Parenting is all about setting examples and trying to impart life lessons onto our children. Parents teach their children everything from how to communicate, walk, socialize, dress, complete self-care tasks, drive, and so much more. As parents, our goal is to produce kids who are happy, healthy, and will be capable of becoming independent and productive adults.

One of the countless lessons we become responsible for teaching our kids is how to succeed in relationships. Kids are always in life’s classroom, whether we are engaged in directly teaching them about something or through observing everything around them. When it comes to relationships, they will go into the world knowing either what we have told them or what we have modeled to them in our own relationships.

The thought of what my children were learning about relationships during my marriage to their father terrified me and served as a top reason for why I sought a divorce from my former husband. I didn’t want to imagine that my children would grow to think of our dysfunctional relationship as “normal” or acceptable. I didn’t want my son to become a husband who refused to participate in his family, and I feared for my daughter to allow a man to take advantage of or mistreat her. I needed to not only save myself from a bad marriage but also give them a fighting chance to know and want better!

My children are products of divorced parents, but the last thing I want for them is to endure divorces of their own. I feel that evacuating a tumultuous and unhappy marriage was the first lesson I passed to them in Relationships 101, but that’s only the beginning of what I strive to educate them about in hopes of making them divorce-proof.

How do divorced moms make their children divorce-proof?

Talk about it.

Examples of relationships, both good and bad, are everywhere! If not our own relationship, we can reference the way people we know interact with one another or discuss the relationships we observe in TV and movies. We can encourage relationship awareness and dialogue through little comments such as “wow, that wasn’t very nice for her to treat him like that” or “what would be a better way to show her he’s angry than that?”
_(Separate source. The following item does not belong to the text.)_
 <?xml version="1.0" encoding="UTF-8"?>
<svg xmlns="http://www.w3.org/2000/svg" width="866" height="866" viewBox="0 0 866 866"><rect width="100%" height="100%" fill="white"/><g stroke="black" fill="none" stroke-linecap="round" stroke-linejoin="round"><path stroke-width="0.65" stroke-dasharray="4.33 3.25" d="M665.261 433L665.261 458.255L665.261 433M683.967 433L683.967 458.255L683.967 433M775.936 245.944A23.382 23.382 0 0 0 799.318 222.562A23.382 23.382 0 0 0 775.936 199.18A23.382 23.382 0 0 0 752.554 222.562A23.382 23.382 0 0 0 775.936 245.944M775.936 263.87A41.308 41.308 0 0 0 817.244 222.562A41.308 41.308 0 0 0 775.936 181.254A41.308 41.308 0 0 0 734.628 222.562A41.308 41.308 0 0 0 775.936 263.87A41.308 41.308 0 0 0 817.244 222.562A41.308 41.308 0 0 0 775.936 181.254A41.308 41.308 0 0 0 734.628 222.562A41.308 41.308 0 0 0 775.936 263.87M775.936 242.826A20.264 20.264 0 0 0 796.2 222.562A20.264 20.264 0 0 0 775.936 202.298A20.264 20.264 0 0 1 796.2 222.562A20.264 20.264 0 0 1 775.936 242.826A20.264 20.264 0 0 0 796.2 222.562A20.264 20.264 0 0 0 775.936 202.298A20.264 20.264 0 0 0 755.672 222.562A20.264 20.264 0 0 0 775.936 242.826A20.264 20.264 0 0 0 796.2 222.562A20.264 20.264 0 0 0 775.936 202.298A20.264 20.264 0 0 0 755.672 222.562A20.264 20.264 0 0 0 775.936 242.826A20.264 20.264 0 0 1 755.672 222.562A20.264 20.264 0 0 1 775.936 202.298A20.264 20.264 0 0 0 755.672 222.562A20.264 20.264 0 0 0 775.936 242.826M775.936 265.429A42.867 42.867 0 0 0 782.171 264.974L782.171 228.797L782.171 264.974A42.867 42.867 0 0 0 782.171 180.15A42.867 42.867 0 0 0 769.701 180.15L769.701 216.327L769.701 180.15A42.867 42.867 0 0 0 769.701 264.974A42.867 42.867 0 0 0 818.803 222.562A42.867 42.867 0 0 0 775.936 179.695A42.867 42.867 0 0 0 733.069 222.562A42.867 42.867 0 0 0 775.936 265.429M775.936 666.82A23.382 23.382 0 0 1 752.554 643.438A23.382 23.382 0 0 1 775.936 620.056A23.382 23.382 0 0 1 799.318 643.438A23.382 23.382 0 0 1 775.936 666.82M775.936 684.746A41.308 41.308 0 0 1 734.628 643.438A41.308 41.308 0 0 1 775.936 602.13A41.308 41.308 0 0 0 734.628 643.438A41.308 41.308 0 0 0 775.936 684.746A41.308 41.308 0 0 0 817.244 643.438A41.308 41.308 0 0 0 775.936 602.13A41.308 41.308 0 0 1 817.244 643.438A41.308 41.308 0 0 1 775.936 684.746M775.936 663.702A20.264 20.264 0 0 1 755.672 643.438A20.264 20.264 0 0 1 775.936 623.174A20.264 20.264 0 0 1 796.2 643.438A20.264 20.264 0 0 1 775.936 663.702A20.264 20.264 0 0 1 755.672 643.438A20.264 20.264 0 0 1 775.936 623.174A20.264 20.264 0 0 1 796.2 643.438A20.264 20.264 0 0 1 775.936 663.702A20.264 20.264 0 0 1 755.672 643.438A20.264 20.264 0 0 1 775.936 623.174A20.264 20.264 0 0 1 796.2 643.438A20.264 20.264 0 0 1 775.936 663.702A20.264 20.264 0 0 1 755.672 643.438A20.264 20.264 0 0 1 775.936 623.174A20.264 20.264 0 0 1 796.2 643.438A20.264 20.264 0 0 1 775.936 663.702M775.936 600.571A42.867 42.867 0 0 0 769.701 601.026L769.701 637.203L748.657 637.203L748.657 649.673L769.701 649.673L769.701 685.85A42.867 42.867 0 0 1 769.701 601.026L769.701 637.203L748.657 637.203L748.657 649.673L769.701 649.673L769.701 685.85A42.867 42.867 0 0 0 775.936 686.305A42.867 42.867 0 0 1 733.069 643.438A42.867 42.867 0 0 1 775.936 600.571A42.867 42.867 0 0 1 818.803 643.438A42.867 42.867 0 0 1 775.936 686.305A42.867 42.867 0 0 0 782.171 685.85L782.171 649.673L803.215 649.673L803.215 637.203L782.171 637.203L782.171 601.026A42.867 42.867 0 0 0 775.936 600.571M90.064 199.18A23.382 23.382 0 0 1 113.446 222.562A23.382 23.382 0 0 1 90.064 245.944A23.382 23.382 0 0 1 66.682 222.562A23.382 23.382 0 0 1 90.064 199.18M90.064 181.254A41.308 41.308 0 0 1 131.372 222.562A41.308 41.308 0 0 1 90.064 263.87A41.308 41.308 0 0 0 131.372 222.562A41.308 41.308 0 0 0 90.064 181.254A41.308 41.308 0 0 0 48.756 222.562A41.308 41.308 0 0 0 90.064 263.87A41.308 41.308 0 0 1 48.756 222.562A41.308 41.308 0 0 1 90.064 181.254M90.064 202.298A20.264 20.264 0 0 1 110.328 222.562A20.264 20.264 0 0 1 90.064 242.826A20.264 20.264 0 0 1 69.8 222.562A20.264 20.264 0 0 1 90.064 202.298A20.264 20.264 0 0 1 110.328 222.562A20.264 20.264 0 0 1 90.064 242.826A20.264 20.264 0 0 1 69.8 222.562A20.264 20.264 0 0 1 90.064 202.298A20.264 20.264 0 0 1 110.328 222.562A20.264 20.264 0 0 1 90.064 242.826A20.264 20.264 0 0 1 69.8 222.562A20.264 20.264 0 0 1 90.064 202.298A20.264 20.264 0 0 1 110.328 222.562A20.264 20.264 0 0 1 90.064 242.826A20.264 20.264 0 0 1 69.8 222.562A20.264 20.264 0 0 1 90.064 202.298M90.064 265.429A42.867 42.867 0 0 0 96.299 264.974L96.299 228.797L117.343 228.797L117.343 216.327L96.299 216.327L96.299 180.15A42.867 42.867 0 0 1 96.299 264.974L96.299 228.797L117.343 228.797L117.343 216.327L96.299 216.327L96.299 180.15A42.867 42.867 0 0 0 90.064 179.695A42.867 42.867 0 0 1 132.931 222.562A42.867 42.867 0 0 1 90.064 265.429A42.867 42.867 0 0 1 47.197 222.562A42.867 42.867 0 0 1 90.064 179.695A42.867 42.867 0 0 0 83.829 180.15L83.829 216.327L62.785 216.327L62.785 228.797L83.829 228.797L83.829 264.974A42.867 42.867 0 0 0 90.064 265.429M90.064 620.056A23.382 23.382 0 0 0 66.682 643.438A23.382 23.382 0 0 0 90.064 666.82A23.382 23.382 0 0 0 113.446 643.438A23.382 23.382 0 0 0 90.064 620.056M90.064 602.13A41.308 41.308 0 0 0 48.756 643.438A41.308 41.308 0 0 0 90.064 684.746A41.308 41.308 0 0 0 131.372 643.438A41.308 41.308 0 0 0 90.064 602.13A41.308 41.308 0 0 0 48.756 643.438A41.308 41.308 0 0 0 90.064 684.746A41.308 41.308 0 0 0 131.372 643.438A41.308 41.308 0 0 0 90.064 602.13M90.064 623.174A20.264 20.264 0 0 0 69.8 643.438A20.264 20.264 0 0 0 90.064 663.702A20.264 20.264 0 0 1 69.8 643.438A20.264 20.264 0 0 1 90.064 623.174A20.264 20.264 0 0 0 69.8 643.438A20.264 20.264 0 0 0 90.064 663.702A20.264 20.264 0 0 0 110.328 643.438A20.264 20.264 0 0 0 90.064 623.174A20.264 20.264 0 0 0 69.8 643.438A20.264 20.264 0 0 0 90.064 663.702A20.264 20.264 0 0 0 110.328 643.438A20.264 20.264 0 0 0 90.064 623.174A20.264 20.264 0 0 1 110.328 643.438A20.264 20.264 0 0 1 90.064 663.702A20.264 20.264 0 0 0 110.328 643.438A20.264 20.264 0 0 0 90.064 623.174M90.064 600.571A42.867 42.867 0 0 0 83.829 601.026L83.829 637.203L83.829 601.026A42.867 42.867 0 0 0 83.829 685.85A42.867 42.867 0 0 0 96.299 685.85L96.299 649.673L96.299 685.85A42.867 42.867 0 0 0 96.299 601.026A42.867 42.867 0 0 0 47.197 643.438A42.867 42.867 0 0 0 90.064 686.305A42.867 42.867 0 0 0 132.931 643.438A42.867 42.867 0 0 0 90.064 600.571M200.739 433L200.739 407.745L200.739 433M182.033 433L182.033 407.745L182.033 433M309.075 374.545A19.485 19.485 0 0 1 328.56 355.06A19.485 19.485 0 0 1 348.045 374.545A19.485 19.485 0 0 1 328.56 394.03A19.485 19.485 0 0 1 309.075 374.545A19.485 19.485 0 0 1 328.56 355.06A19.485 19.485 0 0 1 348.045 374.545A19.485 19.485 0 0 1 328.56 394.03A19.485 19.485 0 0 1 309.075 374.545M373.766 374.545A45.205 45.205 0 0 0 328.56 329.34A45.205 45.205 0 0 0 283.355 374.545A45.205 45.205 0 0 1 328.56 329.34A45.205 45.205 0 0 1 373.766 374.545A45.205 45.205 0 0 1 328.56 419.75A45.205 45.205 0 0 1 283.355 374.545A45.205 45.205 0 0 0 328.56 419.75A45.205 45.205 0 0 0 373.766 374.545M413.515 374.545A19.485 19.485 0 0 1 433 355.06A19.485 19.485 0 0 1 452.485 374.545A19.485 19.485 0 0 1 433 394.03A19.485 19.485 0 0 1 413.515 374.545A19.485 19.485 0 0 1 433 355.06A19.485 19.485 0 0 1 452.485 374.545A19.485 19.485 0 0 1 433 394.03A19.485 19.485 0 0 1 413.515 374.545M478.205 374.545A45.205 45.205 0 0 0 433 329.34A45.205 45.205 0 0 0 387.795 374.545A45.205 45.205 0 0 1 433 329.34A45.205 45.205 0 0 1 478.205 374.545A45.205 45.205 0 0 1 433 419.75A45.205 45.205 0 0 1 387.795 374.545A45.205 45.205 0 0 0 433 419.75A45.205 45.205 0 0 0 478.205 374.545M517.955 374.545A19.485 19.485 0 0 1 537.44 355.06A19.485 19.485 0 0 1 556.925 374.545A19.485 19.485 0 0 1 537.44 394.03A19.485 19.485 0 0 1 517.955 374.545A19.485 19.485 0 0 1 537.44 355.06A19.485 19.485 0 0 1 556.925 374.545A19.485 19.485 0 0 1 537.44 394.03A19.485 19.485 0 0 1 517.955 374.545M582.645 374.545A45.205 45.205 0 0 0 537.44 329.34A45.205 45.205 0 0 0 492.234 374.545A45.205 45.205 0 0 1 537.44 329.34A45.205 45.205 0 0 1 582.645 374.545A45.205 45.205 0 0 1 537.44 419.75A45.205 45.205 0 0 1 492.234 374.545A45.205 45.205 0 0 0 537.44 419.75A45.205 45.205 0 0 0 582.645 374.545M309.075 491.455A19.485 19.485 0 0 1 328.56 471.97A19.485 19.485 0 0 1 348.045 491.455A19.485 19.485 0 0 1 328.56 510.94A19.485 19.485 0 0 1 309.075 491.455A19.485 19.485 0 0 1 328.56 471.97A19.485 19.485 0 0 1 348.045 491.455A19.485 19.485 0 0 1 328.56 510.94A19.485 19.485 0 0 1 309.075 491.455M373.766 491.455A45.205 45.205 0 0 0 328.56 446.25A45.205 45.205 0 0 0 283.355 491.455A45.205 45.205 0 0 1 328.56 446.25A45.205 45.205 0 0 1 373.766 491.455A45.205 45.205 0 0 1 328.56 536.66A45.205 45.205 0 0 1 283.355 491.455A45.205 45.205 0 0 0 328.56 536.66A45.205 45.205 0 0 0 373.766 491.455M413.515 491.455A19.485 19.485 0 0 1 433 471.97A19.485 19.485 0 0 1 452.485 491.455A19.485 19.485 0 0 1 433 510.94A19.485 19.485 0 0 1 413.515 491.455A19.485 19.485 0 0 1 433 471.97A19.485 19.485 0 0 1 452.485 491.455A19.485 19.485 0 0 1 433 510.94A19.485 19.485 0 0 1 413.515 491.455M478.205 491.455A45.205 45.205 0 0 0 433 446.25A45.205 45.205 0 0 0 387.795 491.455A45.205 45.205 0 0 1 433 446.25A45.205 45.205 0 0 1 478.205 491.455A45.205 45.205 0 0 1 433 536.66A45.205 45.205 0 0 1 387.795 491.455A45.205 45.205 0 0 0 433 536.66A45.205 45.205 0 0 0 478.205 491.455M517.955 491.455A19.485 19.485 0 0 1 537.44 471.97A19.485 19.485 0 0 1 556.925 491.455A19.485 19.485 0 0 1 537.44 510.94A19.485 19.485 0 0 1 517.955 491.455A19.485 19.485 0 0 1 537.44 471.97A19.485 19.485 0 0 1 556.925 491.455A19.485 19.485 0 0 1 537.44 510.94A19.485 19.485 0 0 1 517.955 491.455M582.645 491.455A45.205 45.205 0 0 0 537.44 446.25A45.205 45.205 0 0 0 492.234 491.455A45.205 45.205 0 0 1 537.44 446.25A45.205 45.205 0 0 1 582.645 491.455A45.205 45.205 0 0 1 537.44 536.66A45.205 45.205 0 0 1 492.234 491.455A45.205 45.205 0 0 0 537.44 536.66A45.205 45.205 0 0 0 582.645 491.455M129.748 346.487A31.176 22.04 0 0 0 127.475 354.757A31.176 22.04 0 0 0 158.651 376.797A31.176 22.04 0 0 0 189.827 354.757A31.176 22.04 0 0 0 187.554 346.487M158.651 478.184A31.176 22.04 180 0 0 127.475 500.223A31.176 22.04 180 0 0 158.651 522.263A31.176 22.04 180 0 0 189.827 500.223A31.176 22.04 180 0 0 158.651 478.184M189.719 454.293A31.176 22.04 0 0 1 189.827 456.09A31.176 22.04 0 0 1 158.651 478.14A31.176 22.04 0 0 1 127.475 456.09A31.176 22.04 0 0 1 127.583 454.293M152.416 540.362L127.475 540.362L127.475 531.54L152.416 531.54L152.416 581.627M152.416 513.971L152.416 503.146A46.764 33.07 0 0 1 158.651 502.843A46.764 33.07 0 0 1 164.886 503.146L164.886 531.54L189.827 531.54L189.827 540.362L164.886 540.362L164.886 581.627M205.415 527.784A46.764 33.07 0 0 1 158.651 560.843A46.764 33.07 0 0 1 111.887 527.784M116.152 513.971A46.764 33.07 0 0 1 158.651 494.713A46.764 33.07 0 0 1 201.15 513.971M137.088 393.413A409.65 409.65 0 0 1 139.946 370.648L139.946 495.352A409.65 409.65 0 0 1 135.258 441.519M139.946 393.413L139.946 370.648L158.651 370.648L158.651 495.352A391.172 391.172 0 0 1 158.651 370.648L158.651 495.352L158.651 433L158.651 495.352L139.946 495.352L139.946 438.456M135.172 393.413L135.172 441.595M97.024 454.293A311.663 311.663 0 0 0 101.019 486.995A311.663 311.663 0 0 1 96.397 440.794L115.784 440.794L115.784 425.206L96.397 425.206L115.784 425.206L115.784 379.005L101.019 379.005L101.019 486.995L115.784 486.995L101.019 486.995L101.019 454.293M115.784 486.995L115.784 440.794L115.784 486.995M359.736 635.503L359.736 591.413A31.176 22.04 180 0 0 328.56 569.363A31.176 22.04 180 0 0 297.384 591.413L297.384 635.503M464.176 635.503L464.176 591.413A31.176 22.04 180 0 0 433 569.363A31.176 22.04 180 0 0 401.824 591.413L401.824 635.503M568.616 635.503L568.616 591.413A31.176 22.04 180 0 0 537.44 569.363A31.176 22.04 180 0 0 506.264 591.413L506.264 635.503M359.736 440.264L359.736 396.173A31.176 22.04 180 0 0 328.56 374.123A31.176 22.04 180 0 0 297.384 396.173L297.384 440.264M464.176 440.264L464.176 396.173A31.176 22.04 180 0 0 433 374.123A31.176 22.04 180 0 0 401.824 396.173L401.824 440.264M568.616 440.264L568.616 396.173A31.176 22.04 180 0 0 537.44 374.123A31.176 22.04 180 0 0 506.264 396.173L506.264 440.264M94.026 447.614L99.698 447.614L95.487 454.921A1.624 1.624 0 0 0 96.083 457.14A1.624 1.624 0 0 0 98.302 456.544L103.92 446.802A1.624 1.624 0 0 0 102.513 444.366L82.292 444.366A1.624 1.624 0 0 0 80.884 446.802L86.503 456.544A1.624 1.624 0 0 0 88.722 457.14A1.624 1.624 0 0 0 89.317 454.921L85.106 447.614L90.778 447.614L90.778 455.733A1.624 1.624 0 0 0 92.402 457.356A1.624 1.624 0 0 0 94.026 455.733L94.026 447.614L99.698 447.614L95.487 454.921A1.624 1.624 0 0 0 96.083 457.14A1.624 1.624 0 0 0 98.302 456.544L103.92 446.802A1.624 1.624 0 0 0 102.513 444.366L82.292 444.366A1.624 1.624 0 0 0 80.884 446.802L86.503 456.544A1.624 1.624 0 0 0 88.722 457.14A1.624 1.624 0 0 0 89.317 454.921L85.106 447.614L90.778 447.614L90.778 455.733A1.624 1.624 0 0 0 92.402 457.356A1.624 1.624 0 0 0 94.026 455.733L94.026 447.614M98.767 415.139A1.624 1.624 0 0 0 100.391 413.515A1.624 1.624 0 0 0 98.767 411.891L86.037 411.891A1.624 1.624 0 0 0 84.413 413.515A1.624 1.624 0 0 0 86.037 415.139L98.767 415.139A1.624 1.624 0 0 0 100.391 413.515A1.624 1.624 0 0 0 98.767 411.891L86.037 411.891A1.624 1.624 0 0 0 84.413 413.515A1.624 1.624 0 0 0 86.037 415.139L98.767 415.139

Although I prefer not to overload my kids with TMI about my relationship with their dad and I go out of my way not to bash him in any way, I attempt to be as transparent as I can about mistakes made that contributed to the downfall of our marriage. I own regrets that I have about my own behavior and discuss with them, to the extent we’re all comfortable, about the necessity of continuing to work hard on a marriage, the importance of marriage to be a partnership, and much more.

Model it.

Children will usually follow the examples set by their parents. We either tend to mimic the behaviors we are familiar with or have seen acted out, or (some of us) will use those examples as a reference of what not to do. Some who have grown up in broken homes or with parents who did not get along are leery of relationships because they do not want the same for themselves, but most kids will reenact what they witnessed during childhood with little conscious thought about it.

So, if our kids are going to do as we’ve shown them, we better give them a good show! If we form other relationships post-divorce, let our kids see us be selective about our partners, exercise good traits of a partner (e.g. being a good communicator, willing to work together, practicing forgiveness) and not regrettable ones (losing our identity in a partner, being a doormat, accepting poor treatment, and many others). Even if they don’t have the opportunity to witness us in romantic relationships, we can demonstrate positive reciprocal engagement in our friendships, attitudes toward relationship behaviors, and the values we try to impart on them.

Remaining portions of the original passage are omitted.